ASSIGNMENT
The response should be an exact copy of the records, with the pictures removed.

Content starts

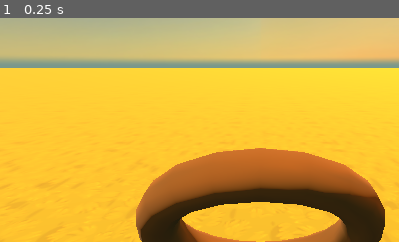
Above: before the commit, frame 1.
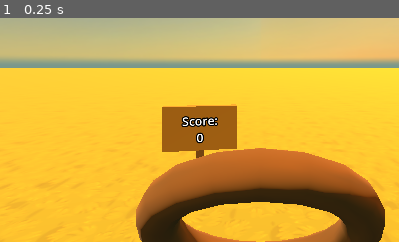
Above: after the commit, the same moment.

Repository: carterpiepenburg1/pumpkinchuckin-
Game: Godot game, scene res://Scenes/pumpkinchuckin.tscn
The game is run twice, just before and just after one commit, with the same random seed, the same clock (stepped at 60 frames per second) and the same inputs.
Inputs:
- Up to frame 1 (0.25 s): no input
The pictures show only the part of the screen within x 17-67%, y 39-89%; the shares and areas given below are measured in that part.

The runs differ from the first frame. In frame 1, 3.9% of the frame differs, in the area x 40-60%, y 38-63%.

Commit message:
Sign post added
Sign post with script added. Additionally, fixed the enemy script so that it correctly  access the right object.

Diff:
--- a/Scenes/pumpkinchuckin.tscn
+++ b/Scenes/pumpkinchuckin.tscn
@@ -8,6 +8,7 @@
 [ext_resource type="PackedScene" uid="uid://cy6tf6pp8tta6" path="res://Scenes/Objects/vine.tscn" id="5_8o4mi"]
 [ext_resource type="Script" uid="uid://cf6yojo8rcx4y" path="res://Scripts/Slingshot/slingshot.gd" id="6_8o4mi"]
 [ext_resource type="Texture2D" uid="uid://sntfeilnq72k" path="res://Resources/Textures/grass.jpg" id="6_ebto2"]
+[ext_resource type="Script" uid="uid://ddpj0xomrl5eg" path="res://Scripts/Sign Score/sign.gd" id="9_yqnnc"]
 
 [sub_resource type="PanoramaSkyMaterial" id="PanoramaSkyMaterial_ebto2"]
 panorama = ExtResource("2_3n5g3")
@@ -44,6 +45,12 @@
 [sub_resource type="StandardMaterial3D" id="StandardMaterial3D_ebto2"]
 transparency = 1
 albedo_color = Color(1, 0, 0, 0.4627451)
+
+[sub_resource type="StandardMaterial3D" id="StandardMaterial3D_iswhu"]
+albedo_color = Color(0.700176, 0.38988283, 0.015236197, 1)
+
+[sub_resource type="StandardMaterial3D" id="StandardMaterial3D_cdyhi"]
+albedo_color = Color(0.5190005, 0.28110364, 0.008074824, 1)
 
 [node name="Node3D" type="Node3D"]
 script = ExtResource("1_ua3oe")
@@ -150,6 +157,21 @@
 sides = 20
 ring_sides = 10
 
+[node name="Sign-Post" type="Node3D" parent="."]
+transform = Transform3D(0.98451245, 0, 0.17531517, 0, 1, 0, -0.17531517, 0, 0.98451245, -0.8324139, 0.63816595, -4.04626)
+
+[node name="CSGBox3D" type="CSGBox3D" parent="Sign-Post"]
+transform = Transform3D(1, 0, 0, 0, 0.6, 0, 0, 0, 0.125, 0, 0, 0)
+material_override = SubResource("StandardMaterial3D_iswhu")
+
+[node name="CSGBox3D2" type="CSGBox3D" parent="Sign-Post"]
+transform = Transform3D(0.1, 0, 0, 0, 1, 0, 0, 0, 0.1, 0, -0.7298831, 0)
+material_override = SubResource("StandardMaterial3D_cdyhi")
+
+[node name="Label3D" type="Label3D" parent="Sign-Post"]
+transform = Transform3D(1, 0, 0, 0, 1, 0, 0, 0, 1, 0, 0, 0.11510253)
+script = ExtResource("9_yqnnc")
+
 [connection signal="timeout" from="GameManager/AdvanceTimer" to="GameManager" method="_on_advance_timer_timeout"]
 [connection signal="button_pressed" from="Player/Left" to="Player" method="_on_left_button_pressed"]
 [connection signal="button_released" from="Player/Left" to="Player" method="_on_left_button_released"]
--- /dev/null
+++ b/Scripts/Sign Score/sign.gd
@@ -0,0 +1,6 @@
+extends Label3D
+
+
+
+func _process(delta: float) -> void:
+	text = "Score:\n %d" %Globals.score
--- a/Scripts/enemy/enemy.gd
+++ b/Scripts/enemy/enemy.gd
@@ -1,6 +1,6 @@
 extends Area3D
 
-@onready var parent = get_parent()
+@onready var parent = get_parent().get_parent()
 var newPos
 
 func _ready() -> void:
@@ -22,5 +22,5 @@
 		set_deferred("monitoring", false)
 
 		#Add points and other stuff when you hit enemy
-
+		Globals.score += parent.pointValue
 		queue_free()
Not shown: 1 places in Scenes/pumpkinchuckin.tscn that only renumber resources
Not shown, added: Scripts/Sign Score/sign.gd.uid

Content ends

SOLVED EXERCISE
Above: before the commit, frame 1.
Above: after the commit, the same moment.

Repository: carterpiepenburg1/pumpkinchuckin-
Game: Godot game, scene res://Scenes/pumpkinchuckin.tscn
The game is run twice, just before and just after one commit, with the same random seed, the same clock (stepped at 60 frames per second) and the same inputs.
Inputs:
- Up to frame 1 (0.25 s): no input
The pictures show only the part of the screen within x 17-67%, y 39-89%; the shares and areas given below are measured in that part.

The runs differ from the first frame. In frame 1, 3.9% of the frame differs, in the area x 40-60%, y 38-63%.

Commit message:
Sign post added
Sign post with script added. Additionally, fixed the enemy script so that it correctly  access the right object.

Diff:
--- a/Scenes/pumpkinchuckin.tscn
+++ b/Scenes/pumpkinchuckin.tscn
@@ -8,6 +8,7 @@
 [ext_resource type="PackedScene" uid="uid://cy6tf6pp8tta6" path="res://Scenes/Objects/vine.tscn" id="5_8o4mi"]
 [ext_resource type="Script" uid="uid://cf6yojo8rcx4y" path="res://Scripts/Slingshot/slingshot.gd" id="6_8o4mi"]
 [ext_resource type="Texture2D" uid="uid://sntfeilnq72k" path="res://Resources/Textures/grass.jpg" id="6_ebto2"]
+[ext_resource type="Script" uid="uid://ddpj0xomrl5eg" path="res://Scripts/Sign Score/sign.gd" id="9_yqnnc"]
 
 [sub_resource type="PanoramaSkyMaterial" id="PanoramaSkyMaterial_ebto2"]
 panorama = ExtResource("2_3n5g3")
@@ -44,6 +45,12 @@
 [sub_resource type="StandardMaterial3D" id="StandardMaterial3D_ebto2"]
 transparency = 1
 albedo_color = Color(1, 0, 0, 0.4627451)
+
+[sub_resource type="StandardMaterial3D" id="StandardMaterial3D_iswhu"]
+albedo_color = Color(0.700176, 0.38988283, 0.015236197, 1)
+
+[sub_resource type="StandardMaterial3D" id="StandardMaterial3D_cdyhi"]
+albedo_color = Color(0.5190005, 0.28110364, 0.008074824, 1)
 
 [node name="Node3D" type="Node3D"]
 script = ExtResource("1_ua3oe")
@@ -150,6 +157,21 @@
 sides = 20
 ring_sides = 10
 
+[node name="Sign-Post" type="Node3D" parent="."]
+transform = Transform3D(0.98451245, 0, 0.17531517, 0, 1, 0, -0.17531517, 0, 0.98451245, -0.8324139, 0.63816595, -4.04626)
+
+[node name="CSGBox3D" type="CSGBox3D" parent="Sign-Post"]
+transform = Transform3D(1, 0, 0, 0, 0.6, 0, 0, 0, 0.125, 0, 0, 0)
+material_override = SubResource("StandardMaterial3D_iswhu")
+
+[node name="CSGBox3D2" type="CSGBox3D" parent="Sign-Post"]
+transform = Transform3D(0.1, 0, 0, 0, 1, 0, 0, 0, 0.1, 0, -0.7298831, 0)
+material_override = SubResource("StandardMaterial3D_cdyhi")
+
+[node name="Label3D" type="Label3D" parent="Sign-Post"]
+transform = Transform3D(1, 0, 0, 0, 1, 0, 0, 0, 1, 0, 0, 0.11510253)
+script = ExtResource("9_yqnnc")
+
 [connection signal="timeout" from="GameManager/AdvanceTimer" to="GameManager" method="_on_advance_timer_timeout"]
 [connection signal="button_pressed" from="Player/Left" to="Player" method="_on_left_button_pressed"]
 [connection signal="button_released" from="Player/Left" to="Player" method="_on_left_button_released"]
--- /dev/null
+++ b/Scripts/Sign Score/sign.gd
@@ -0,0 +1,6 @@
+extends Label3D
+
+
+
+func _process(delta: float) -> void:
+	text = "Score:\n %d" %Globals.score
--- a/Scripts/enemy/enemy.gd
+++ b/Scripts/enemy/enemy.gd
@@ -1,6 +1,6 @@
 extends Area3D
 
-@onready var parent = get_parent()
+@onready var parent = get_parent().get_parent()
 var newPos
 
 func _ready() -> void:
@@ -22,5 +22,5 @@
 		set_deferred("monitoring", false)
 
 		#Add points and other stuff when you hit enemy
-
+		Globals.score += parent.pointValue
 		queue_free()
Not shown: 1 places in Scenes/pumpkinchuckin.tscn that only renumber resources
Not shown, added: Scripts/Sign Score/sign.gd.uid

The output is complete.